Congolese electoral laws place no limit on the number of candidates who can run for an election, and each ballot must contain each candidate’s name and photo. The result is voluminous ballots that look more like books than voting cards. The sitting Congolese government is faced with the task of printing and distributing 45 million of these documents, and claims the logistical difficulties that entail have forced elections to be delayed until 2019, Foreign Policy reported Thursday.

“In 2006, we [the Congo] got huge support from the United Nations. We used 108 aircraft supported by the U.N. But today there is none,” an unnamed source told Foreign Policy. “The budget is around $600 million. Who is going to fund this?”

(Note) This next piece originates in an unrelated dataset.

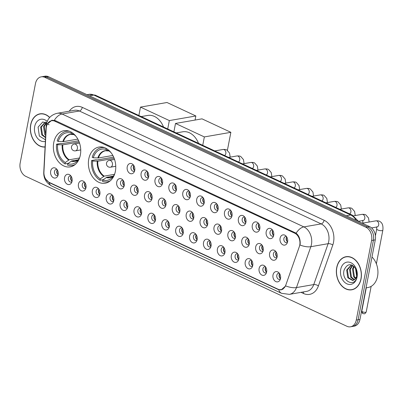 <?xml version="1.0" encoding="UTF-8"?>
<svg xmlns="http://www.w3.org/2000/svg" width="403" height="403" viewBox="0 0 403 403"><rect width="100%" height="100%" fill="white"/><g stroke="black" fill="none" stroke-linecap="round" stroke-linejoin="round"><path stroke-width="0.6" d="M88.776 158.933A18.357 13.531 -99.9 0 0 105.213 183.229A18.357 13.531 -99.9 0 0 115.369 171.351A18.357 13.531 -99.9 0 0 98.931 147.06A18.357 13.531 -99.9 0 0 88.776 158.933M53.76 142.586A18.357 13.531 -99.9 0 0 70.198 166.877A18.357 13.531 -99.9 0 0 80.348 154.999A18.357 13.531 -99.9 0 0 63.916 130.708A18.357 13.531 -99.9 0 0 53.76 142.586M72.082 181.179A5.194 3.829 80.1 0 1 71.462 182.861A5.194 3.829 80.1 0 1 66.686 183.849A5.194 3.829 80.1 0 1 64.556 177.663A5.194 3.829 80.1 0 1 70.117 175.124A5.194 3.829 80.1 0 1 72.082 181.179M70.953 176.015A3.118 2.297 -99.9 0 0 70.092 175.95A3.118 2.297 -99.9 0 0 68.369 177.965A3.118 2.297 -99.9 0 0 71.16 182.091A3.118 2.297 -99.9 0 0 71.946 181.738M85.98 187.667A5.194 3.829 80.1 0 1 85.36 189.35A5.194 3.829 80.1 0 1 80.585 190.337A5.194 3.829 80.1 0 1 78.454 184.151A5.194 3.829 80.1 0 1 84.015 181.612A5.194 3.829 80.1 0 1 85.98 187.667M84.852 182.504A3.118 2.297 -99.9 0 0 83.99 182.438A3.118 2.297 -99.9 0 0 82.262 184.453A3.118 2.297 -99.9 0 0 85.053 188.579A3.118 2.297 -99.9 0 0 85.844 188.226M99.873 194.155A5.194 3.829 80.1 0 1 99.254 195.838A5.194 3.829 80.1 0 1 94.483 196.825A5.194 3.829 80.1 0 1 92.352 190.639A5.194 3.829 80.1 0 1 97.914 188.1A5.194 3.829 80.1 0 1 99.873 194.155M98.745 188.992A3.118 2.297 -99.9 0 0 97.884 188.926A3.118 2.297 -99.9 0 0 96.161 190.941A3.118 2.297 -99.9 0 0 98.952 195.067A3.118 2.297 -99.9 0 0 99.737 194.714M113.772 200.644A5.194 3.829 80.1 0 1 113.152 202.326A5.194 3.829 80.1 0 1 108.377 203.314A5.194 3.829 80.1 0 1 106.246 197.127A5.194 3.829 80.1 0 1 111.807 194.589A5.194 3.829 80.1 0 1 113.772 200.644M112.644 195.48A3.118 2.297 -99.9 0 0 111.782 195.415A3.118 2.297 -99.9 0 0 110.059 197.43A3.118 2.297 -99.9 0 0 112.85 201.555A3.118 2.297 -99.9 0 0 113.636 201.203M127.67 207.127A5.194 3.829 80.1 0 1 127.051 208.814A5.194 3.829 80.1 0 1 122.275 209.802A5.194 3.829 80.1 0 1 120.144 203.616A5.194 3.829 80.1 0 1 125.706 201.077A5.194 3.829 80.1 0 1 127.67 207.127M126.537 201.968A3.118 2.297 -99.9 0 0 125.681 201.903A3.118 2.297 -99.9 0 0 123.953 203.918A3.118 2.297 -99.9 0 0 126.744 208.044A3.118 2.297 -99.9 0 0 127.534 207.691M141.564 213.615A5.194 3.829 80.1 0 1 140.944 215.298A5.194 3.829 80.1 0 1 136.174 216.29A5.194 3.829 80.1 0 1 134.043 210.104A5.194 3.829 80.1 0 1 139.604 207.565A5.194 3.829 80.1 0 1 141.564 213.615M140.435 208.457A3.118 2.297 -99.9 0 0 139.574 208.391A3.118 2.297 -99.9 0 0 137.851 210.406A3.118 2.297 -99.9 0 0 140.642 214.532A3.118 2.297 -99.9 0 0 141.428 214.179M155.462 220.103A5.194 3.829 80.1 0 1 154.843 221.786A5.194 3.829 80.1 0 1 150.067 222.778A5.194 3.829 80.1 0 1 147.936 216.592A5.194 3.829 80.1 0 1 153.498 214.053A5.194 3.829 80.1 0 1 155.462 220.103M154.334 214.945A3.118 2.297 -99.9 0 0 153.472 214.88A3.118 2.297 -99.9 0 0 151.75 216.895A3.118 2.297 -99.9 0 0 154.54 221.02A3.118 2.297 -99.9 0 0 155.326 220.668M169.361 226.592A5.194 3.829 80.1 0 1 168.741 228.274A5.194 3.829 80.1 0 1 163.966 229.267A5.194 3.829 80.1 0 1 161.835 223.081A5.194 3.829 80.1 0 1 167.396 220.537A5.194 3.829 80.1 0 1 169.361 226.592M168.227 221.433A3.118 2.297 -99.9 0 0 167.366 221.368A3.118 2.297 -99.9 0 0 165.643 223.383A3.118 2.297 -99.9 0 0 168.434 227.509A3.118 2.297 -99.9 0 0 169.225 227.156M183.254 233.08A5.194 3.829 80.1 0 1 182.635 234.763A5.194 3.829 80.1 0 1 177.859 235.755A5.194 3.829 80.1 0 1 175.728 229.569A5.194 3.829 80.1 0 1 181.295 227.025A5.194 3.829 80.1 0 1 183.254 233.08M182.126 227.922A3.118 2.297 -99.9 0 0 181.264 227.851A3.118 2.297 -99.9 0 0 179.542 229.871A3.118 2.297 -99.9 0 0 182.332 233.997A3.118 2.297 -99.9 0 0 183.118 233.639M197.153 239.568A5.194 3.829 80.1 0 1 196.533 241.251A5.194 3.829 80.1 0 1 191.757 242.243A5.194 3.829 80.1 0 1 189.627 236.057A5.194 3.829 80.1 0 1 195.188 233.513A5.194 3.829 80.1 0 1 197.153 239.568M196.024 234.41A3.118 2.297 -99.9 0 0 195.163 234.339A3.118 2.297 -99.9 0 0 193.435 236.359A3.118 2.297 -99.9 0 0 196.231 240.485A3.118 2.297 -99.9 0 0 197.017 240.128M211.051 246.057A5.194 3.829 80.1 0 1 210.431 247.739A5.194 3.829 80.1 0 1 205.656 248.732A5.194 3.829 80.1 0 1 203.525 242.546A5.194 3.829 80.1 0 1 209.086 240.002A5.194 3.829 80.1 0 1 211.051 246.057M209.918 240.898A3.118 2.297 -99.9 0 0 209.056 240.828A3.118 2.297 -99.9 0 0 207.333 242.848A3.118 2.297 -99.9 0 0 210.124 246.974A3.118 2.297 -99.9 0 0 210.91 246.616M224.945 252.545A5.194 3.829 80.1 0 1 224.325 254.228A5.194 3.829 80.1 0 1 219.549 255.22A5.194 3.829 80.1 0 1 217.419 249.034A5.194 3.829 80.1 0 1 222.98 246.49A5.194 3.829 80.1 0 1 224.945 252.545M223.816 247.387A3.118 2.297 -99.9 0 0 222.955 247.316A3.118 2.297 -99.9 0 0 221.232 249.336A3.118 2.297 -99.9 0 0 224.023 253.462A3.118 2.297 -99.9 0 0 224.809 253.104M238.843 259.033A5.194 3.829 80.1 0 1 238.223 260.716A5.194 3.829 80.1 0 1 233.448 261.708A5.194 3.829 80.1 0 1 231.317 255.522A5.194 3.829 80.1 0 1 236.878 252.978A5.194 3.829 80.1 0 1 238.843 259.033M237.715 253.875A3.118 2.297 -99.9 0 0 236.853 253.804A3.118 2.297 -99.9 0 0 235.125 255.824A3.118 2.297 -99.9 0 0 237.916 259.945A3.118 2.297 -99.9 0 0 238.707 259.592M252.736 265.522A5.194 3.829 80.1 0 1 252.117 267.204A5.194 3.829 80.1 0 1 247.346 268.197A5.194 3.829 80.1 0 1 245.215 262.01A5.194 3.829 80.1 0 1 250.777 259.467A5.194 3.829 80.1 0 1 252.736 265.522M251.608 260.363A3.118 2.297 -99.9 0 0 250.747 260.293A3.118 2.297 -99.9 0 0 249.024 262.313A3.118 2.297 -99.9 0 0 251.815 266.433A3.118 2.297 -99.9 0 0 252.6 266.081M266.635 272.01A5.194 3.829 80.1 0 1 266.015 273.692A5.194 3.829 80.1 0 1 261.24 274.685A5.194 3.829 80.1 0 1 259.109 268.499A5.194 3.829 80.1 0 1 264.67 265.955A5.194 3.829 80.1 0 1 266.635 272.01M265.506 266.851A3.118 2.297 -99.9 0 0 264.645 266.781A3.118 2.297 -99.9 0 0 262.922 268.801A3.118 2.297 -99.9 0 0 265.713 272.922A3.118 2.297 -99.9 0 0 266.499 272.569M280.533 278.498A5.194 3.829 80.1 0 1 279.914 280.181A5.194 3.829 80.1 0 1 275.138 281.173A5.194 3.829 80.1 0 1 273.007 274.982A5.194 3.829 80.1 0 1 278.569 272.443A5.194 3.829 80.1 0 1 280.533 278.498M279.4 273.335A3.118 2.297 -99.9 0 0 278.544 273.269A3.118 2.297 -99.9 0 0 276.816 275.284A3.118 2.297 -99.9 0 0 279.606 279.41A3.118 2.297 -99.9 0 0 280.397 279.057M58.188 174.69A5.194 3.829 80.1 0 1 57.569 176.373A5.194 3.829 80.1 0 1 52.793 177.36A5.194 3.829 80.1 0 1 50.662 171.174A5.194 3.829 80.1 0 1 56.224 168.635A5.194 3.829 80.1 0 1 58.188 174.69M57.055 169.527A3.118 2.297 -99.9 0 0 56.193 169.462A3.118 2.297 -99.9 0 0 54.47 171.476A3.118 2.297 -99.9 0 0 57.261 175.602A3.118 2.297 -99.9 0 0 58.047 175.25M124.26 185.511A5.194 3.829 80.1 0 1 123.64 187.194A5.194 3.829 80.1 0 1 118.865 188.186A5.194 3.829 80.1 0 1 116.734 182A5.194 3.829 80.1 0 1 122.295 179.461A5.194 3.829 80.1 0 1 124.26 185.511M123.127 180.353A3.118 2.297 -99.9 0 0 122.27 180.287A3.118 2.297 -99.9 0 0 120.542 182.302A3.118 2.297 -99.9 0 0 123.333 186.428A3.118 2.297 -99.9 0 0 124.124 186.075M138.153 191.999A5.194 3.829 80.1 0 1 137.534 193.682A5.194 3.829 80.1 0 1 132.763 194.674A5.194 3.829 80.1 0 1 130.632 188.488A5.194 3.829 80.1 0 1 136.194 185.944A5.194 3.829 80.1 0 1 138.153 191.999M137.025 186.841A3.118 2.297 -99.9 0 0 136.164 186.775A3.118 2.297 -99.9 0 0 134.441 188.79A3.118 2.297 -99.9 0 0 137.232 192.916A3.118 2.297 -99.9 0 0 138.017 192.563M152.052 198.488A5.194 3.829 80.1 0 1 151.432 200.17A5.194 3.829 80.1 0 1 146.657 201.162A5.194 3.829 80.1 0 1 144.526 194.976A5.194 3.829 80.1 0 1 150.087 192.433A5.194 3.829 80.1 0 1 152.052 198.488M150.924 193.329A3.118 2.297 -99.9 0 0 150.062 193.259A3.118 2.297 -99.9 0 0 148.339 195.279A3.118 2.297 -99.9 0 0 151.13 199.404A3.118 2.297 -99.9 0 0 151.916 199.047M165.95 204.976A5.194 3.829 80.1 0 1 165.331 206.658A5.194 3.829 80.1 0 1 160.555 207.651A5.194 3.829 80.1 0 1 158.424 201.465A5.194 3.829 80.1 0 1 163.986 198.921A5.194 3.829 80.1 0 1 165.95 204.976M164.817 199.817A3.118 2.297 -99.9 0 0 163.961 199.747A3.118 2.297 -99.9 0 0 162.233 201.767A3.118 2.297 -99.9 0 0 165.023 205.893A3.118 2.297 -99.9 0 0 165.814 205.535M179.844 211.464A5.194 3.829 80.1 0 1 179.224 213.147A5.194 3.829 80.1 0 1 174.449 214.139A5.194 3.829 80.1 0 1 172.318 207.953A5.194 3.829 80.1 0 1 177.884 205.409A5.194 3.829 80.1 0 1 179.844 211.464M178.715 206.306A3.118 2.297 -99.9 0 0 177.854 206.235A3.118 2.297 -99.9 0 0 176.131 208.255A3.118 2.297 -99.9 0 0 178.922 212.381A3.118 2.297 -99.9 0 0 179.708 212.023M193.742 217.952A5.194 3.829 80.1 0 1 193.123 219.635A5.194 3.829 80.1 0 1 188.347 220.627A5.194 3.829 80.1 0 1 186.216 214.441A5.194 3.829 80.1 0 1 191.778 211.897A5.194 3.829 80.1 0 1 193.742 217.952M192.614 212.794A3.118 2.297 -99.9 0 0 191.752 212.724A3.118 2.297 -99.9 0 0 190.025 214.744A3.118 2.297 -99.9 0 0 192.82 218.869A3.118 2.297 -99.9 0 0 193.606 218.512M207.641 224.441A5.194 3.829 80.1 0 1 207.021 226.123A5.194 3.829 80.1 0 1 202.246 227.116A5.194 3.829 80.1 0 1 200.115 220.93A5.194 3.829 80.1 0 1 205.676 218.386A5.194 3.829 80.1 0 1 207.641 224.441M206.507 219.282A3.118 2.297 -99.9 0 0 205.646 219.212A3.118 2.297 -99.9 0 0 203.923 221.232A3.118 2.297 -99.9 0 0 206.714 225.353A3.118 2.297 -99.9 0 0 207.5 225M221.534 230.929A5.194 3.829 80.1 0 1 220.915 232.612A5.194 3.829 80.1 0 1 216.139 233.604A5.194 3.829 80.1 0 1 214.008 227.418A5.194 3.829 80.1 0 1 219.57 224.874A5.194 3.829 80.1 0 1 221.534 230.929M220.406 225.771A3.118 2.297 -99.9 0 0 219.544 225.7A3.118 2.297 -99.9 0 0 217.822 227.72A3.118 2.297 -99.9 0 0 220.612 231.841A3.118 2.297 -99.9 0 0 221.398 231.488M235.433 237.417A5.194 3.829 80.1 0 1 234.813 239.1A5.194 3.829 80.1 0 1 230.037 240.092A5.194 3.829 80.1 0 1 227.907 233.906A5.194 3.829 80.1 0 1 233.468 231.362A5.194 3.829 80.1 0 1 235.433 237.417M234.304 232.259A3.118 2.297 -99.9 0 0 233.443 232.188A3.118 2.297 -99.9 0 0 231.715 234.208A3.118 2.297 -99.9 0 0 234.506 238.329A3.118 2.297 -99.9 0 0 235.297 237.977M249.326 243.906A5.194 3.829 80.1 0 1 248.706 245.588A5.194 3.829 80.1 0 1 243.936 246.581A5.194 3.829 80.1 0 1 241.805 240.389A5.194 3.829 80.1 0 1 247.366 237.851A5.194 3.829 80.1 0 1 249.326 243.906M248.198 238.742A3.118 2.297 -99.9 0 0 247.336 238.677A3.118 2.297 -99.9 0 0 245.613 240.692A3.118 2.297 -99.9 0 0 248.404 244.817A3.118 2.297 -99.9 0 0 249.19 244.465M263.224 250.394A5.194 3.829 80.1 0 1 262.605 252.077A5.194 3.829 80.1 0 1 257.829 253.069A5.194 3.829 80.1 0 1 255.698 246.878A5.194 3.829 80.1 0 1 261.26 244.339A5.194 3.829 80.1 0 1 263.224 250.394M262.096 245.231A3.118 2.297 -99.9 0 0 261.235 245.165A3.118 2.297 -99.9 0 0 259.512 247.18A3.118 2.297 -99.9 0 0 262.303 251.306A3.118 2.297 -99.9 0 0 263.088 250.953M277.123 256.882A5.194 3.829 80.1 0 1 276.503 258.565A5.194 3.829 80.1 0 1 271.728 259.552A5.194 3.829 80.1 0 1 269.597 253.366A5.194 3.829 80.1 0 1 275.158 250.827A5.194 3.829 80.1 0 1 277.123 256.882M275.99 251.719A3.118 2.297 -99.9 0 0 275.133 251.653A3.118 2.297 -99.9 0 0 273.405 253.668A3.118 2.297 -99.9 0 0 276.196 257.794A3.118 2.297 -99.9 0 0 276.987 257.441M134.743 170.383A5.194 3.829 80.1 0 1 134.123 172.066A5.194 3.829 80.1 0 1 129.353 173.058A5.194 3.829 80.1 0 1 127.222 166.872A5.194 3.829 80.1 0 1 132.783 164.328A5.194 3.829 80.1 0 1 134.743 170.383M133.615 165.225A3.118 2.297 -99.9 0 0 132.753 165.154A3.118 2.297 -99.9 0 0 131.03 167.174A3.118 2.297 -99.9 0 0 133.821 171.3A3.118 2.297 -99.9 0 0 134.607 170.943M148.642 176.872A5.194 3.829 80.1 0 1 148.022 178.554A5.194 3.829 80.1 0 1 143.246 179.547A5.194 3.829 80.1 0 1 141.115 173.361A5.194 3.829 80.1 0 1 146.677 170.817A5.194 3.829 80.1 0 1 148.642 176.872M147.513 171.713A3.118 2.297 -99.9 0 0 146.652 171.643A3.118 2.297 -99.9 0 0 144.929 173.663A3.118 2.297 -99.9 0 0 147.72 177.788A3.118 2.297 -99.9 0 0 148.506 177.431M162.54 183.36A5.194 3.829 80.1 0 1 161.92 185.042A5.194 3.829 80.1 0 1 157.145 186.035A5.194 3.829 80.1 0 1 155.014 179.849A5.194 3.829 80.1 0 1 160.575 177.305A5.194 3.829 80.1 0 1 162.54 183.36M161.407 178.202A3.118 2.297 -99.9 0 0 160.55 178.131A3.118 2.297 -99.9 0 0 158.822 180.151A3.118 2.297 -99.9 0 0 161.613 184.277A3.118 2.297 -99.9 0 0 162.404 183.919M176.433 189.848A5.194 3.829 80.1 0 1 175.814 191.531A5.194 3.829 80.1 0 1 171.038 192.523A5.194 3.829 80.1 0 1 168.907 186.337A5.194 3.829 80.1 0 1 174.474 183.793A5.194 3.829 80.1 0 1 176.433 189.848M175.305 184.69A3.118 2.297 -99.9 0 0 174.444 184.619A3.118 2.297 -99.9 0 0 172.721 186.639A3.118 2.297 -99.9 0 0 175.512 190.76A3.118 2.297 -99.9 0 0 176.297 190.407M190.332 196.337A5.194 3.829 80.1 0 1 189.712 198.019A5.194 3.829 80.1 0 1 184.937 199.011A5.194 3.829 80.1 0 1 182.806 192.825A5.194 3.829 80.1 0 1 188.367 190.281A5.194 3.829 80.1 0 1 190.332 196.337M189.203 191.178A3.118 2.297 -99.9 0 0 188.342 191.108A3.118 2.297 -99.9 0 0 186.619 193.128A3.118 2.297 -99.9 0 0 189.41 197.248A3.118 2.297 -99.9 0 0 190.196 196.896M204.23 202.825A5.194 3.829 80.1 0 1 203.611 204.507A5.194 3.829 80.1 0 1 198.835 205.5A5.194 3.829 80.1 0 1 196.704 199.314A5.194 3.829 80.1 0 1 202.266 196.77A5.194 3.829 80.1 0 1 204.23 202.825M203.097 197.666A3.118 2.297 -99.9 0 0 202.235 197.596A3.118 2.297 -99.9 0 0 200.513 199.616A3.118 2.297 -99.9 0 0 203.303 203.737A3.118 2.297 -99.9 0 0 204.089 203.384M218.124 209.313A5.194 3.829 80.1 0 1 217.504 210.996A5.194 3.829 80.1 0 1 212.729 211.988A5.194 3.829 80.1 0 1 210.598 205.797A5.194 3.829 80.1 0 1 216.159 203.258A5.194 3.829 80.1 0 1 218.124 209.313M216.995 204.15A3.118 2.297 -99.9 0 0 216.134 204.084A3.118 2.297 -99.9 0 0 214.411 206.099A3.118 2.297 -99.9 0 0 217.202 210.225A3.118 2.297 -99.9 0 0 217.988 209.872M232.022 215.801A5.194 3.829 80.1 0 1 231.403 217.484A5.194 3.829 80.1 0 1 226.627 218.476A5.194 3.829 80.1 0 1 224.496 212.285A5.194 3.829 80.1 0 1 230.058 209.746A5.194 3.829 80.1 0 1 232.022 215.801M230.894 210.638A3.118 2.297 -99.9 0 0 230.032 210.573A3.118 2.297 -99.9 0 0 228.305 212.588A3.118 2.297 -99.9 0 0 231.095 216.713A3.118 2.297 -99.9 0 0 231.886 216.361M245.921 222.29A5.194 3.829 80.1 0 1 245.296 223.972A5.194 3.829 80.1 0 1 240.526 224.96A5.194 3.829 80.1 0 1 238.395 218.774A5.194 3.829 80.1 0 1 243.956 216.235A5.194 3.829 80.1 0 1 245.921 222.29M244.787 217.126A3.118 2.297 -99.9 0 0 243.926 217.061A3.118 2.297 -99.9 0 0 242.203 219.076A3.118 2.297 -99.9 0 0 244.994 223.202A3.118 2.297 -99.9 0 0 245.78 222.849M259.814 228.778A5.194 3.829 80.1 0 1 259.194 230.461A5.194 3.829 80.1 0 1 254.419 231.448A5.194 3.829 80.1 0 1 252.288 225.262A5.194 3.829 80.1 0 1 257.849 222.723A5.194 3.829 80.1 0 1 259.814 228.778M258.686 223.615A3.118 2.297 -99.9 0 0 257.824 223.549A3.118 2.297 -99.9 0 0 256.101 225.564A3.118 2.297 -99.9 0 0 258.892 229.69A3.118 2.297 -99.9 0 0 259.678 229.337M273.713 235.266A5.194 3.829 80.1 0 1 273.093 236.949A5.194 3.829 80.1 0 1 268.317 237.936A5.194 3.829 80.1 0 1 266.187 231.75A5.194 3.829 80.1 0 1 271.748 229.211A5.194 3.829 80.1 0 1 273.713 235.266M272.579 230.103A3.118 2.297 -99.9 0 0 271.723 230.037A3.118 2.297 -99.9 0 0 269.995 232.052A3.118 2.297 -99.9 0 0 272.786 236.178A3.118 2.297 -99.9 0 0 273.577 235.826M287.606 241.755A5.194 3.829 80.1 0 1 286.986 243.437A5.194 3.829 80.1 0 1 282.216 244.425A5.194 3.829 80.1 0 1 280.085 238.238A5.194 3.829 80.1 0 1 285.646 235.7A5.194 3.829 80.1 0 1 287.606 241.755M286.478 236.591A3.118 2.297 -99.9 0 0 285.616 236.526A3.118 2.297 -99.9 0 0 283.893 238.541A3.118 2.297 -99.9 0 0 286.684 242.666A3.118 2.297 -99.9 0 0 287.47 242.314M72.046 181.345A3.118 2.297 80.1 0 1 70.671 177.567A3.118 2.297 80.1 0 1 71.18 176.353M85.945 187.833A3.118 2.297 80.1 0 1 84.57 184.055A3.118 2.297 80.1 0 1 85.078 182.836M99.843 194.322A3.118 2.297 80.1 0 1 98.468 190.543A3.118 2.297 80.1 0 1 98.972 189.324M113.737 200.81A3.118 2.297 80.1 0 1 112.361 197.032A3.118 2.297 80.1 0 1 112.87 195.813M127.635 207.298A3.118 2.297 80.1 0 1 126.26 203.52A3.118 2.297 80.1 0 1 126.769 202.301M141.529 213.786A3.118 2.297 80.1 0 1 140.158 210.008A3.118 2.297 80.1 0 1 140.662 208.789M155.427 220.275A3.118 2.297 80.1 0 1 154.052 216.492A3.118 2.297 80.1 0 1 154.561 215.278M169.325 226.763A3.118 2.297 80.1 0 1 167.95 222.98A3.118 2.297 80.1 0 1 168.454 221.766M183.219 233.251A3.118 2.297 80.1 0 1 181.844 229.468A3.118 2.297 80.1 0 1 182.352 228.254M197.117 239.74A3.118 2.297 80.1 0 1 195.742 235.957A3.118 2.297 80.1 0 1 196.251 234.742M211.016 246.228A3.118 2.297 80.1 0 1 209.641 242.445A3.118 2.297 80.1 0 1 210.144 241.231M224.909 252.716A3.118 2.297 80.1 0 1 223.534 248.933A3.118 2.297 80.1 0 1 224.043 247.719M238.808 259.205A3.118 2.297 80.1 0 1 237.432 255.421A3.118 2.297 80.1 0 1 237.941 254.207M252.706 265.693A3.118 2.297 80.1 0 1 251.331 261.91A3.118 2.297 80.1 0 1 251.835 260.696M266.6 272.181A3.118 2.297 80.1 0 1 265.224 268.398A3.118 2.297 80.1 0 1 265.733 267.184M280.498 278.669A3.118 2.297 80.1 0 1 279.123 274.886A3.118 2.297 80.1 0 1 279.632 273.672M58.153 174.857A3.118 2.297 80.1 0 1 56.778 171.079A3.118 2.297 80.1 0 1 57.281 169.864M124.225 185.682A3.118 2.297 80.1 0 1 122.85 181.899A3.118 2.297 80.1 0 1 123.358 180.685M138.118 192.171A3.118 2.297 80.1 0 1 136.748 188.387A3.118 2.297 80.1 0 1 137.252 187.173M152.017 198.659A3.118 2.297 80.1 0 1 150.641 194.876A3.118 2.297 80.1 0 1 151.15 193.662M165.915 205.147A3.118 2.297 80.1 0 1 164.54 201.364A3.118 2.297 80.1 0 1 165.044 200.15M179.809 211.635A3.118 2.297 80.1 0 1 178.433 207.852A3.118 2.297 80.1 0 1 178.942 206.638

The country’s Independent National Electoral Commission (CENI) is being widely derided for intentionally delaying elections. Several Western countries, including the United States, have called on the sitting government and Congolese President Joseph Kabila to hold honest elections within a reasonable time frame.

Kabila has proven reluctant to cede power, however, and opposition leaders don’t seem willing to wait for the the president’s go-ahead for an election.

“What the CENI has announced is not an electoral calendar but an election-killing agenda,” opposition leader Claudel Lubaya told Reuters. “Everything now rests on the shoulders of the population, which must take matters into its own hands.”

The call for violence is a recurring theme in Congolese elections. The country has never had a peaceful transition of power.

Many fear that if elections are delayed any further, the country will devolve into the same regional conflicts that took the lives of millions of residents between 1996 and 2003. The CENI continues to point to a lack of funding for the delay.

Foreign donors have only contributed 6 percent of the $123 million the U.S. expected to be provided to the embattled country.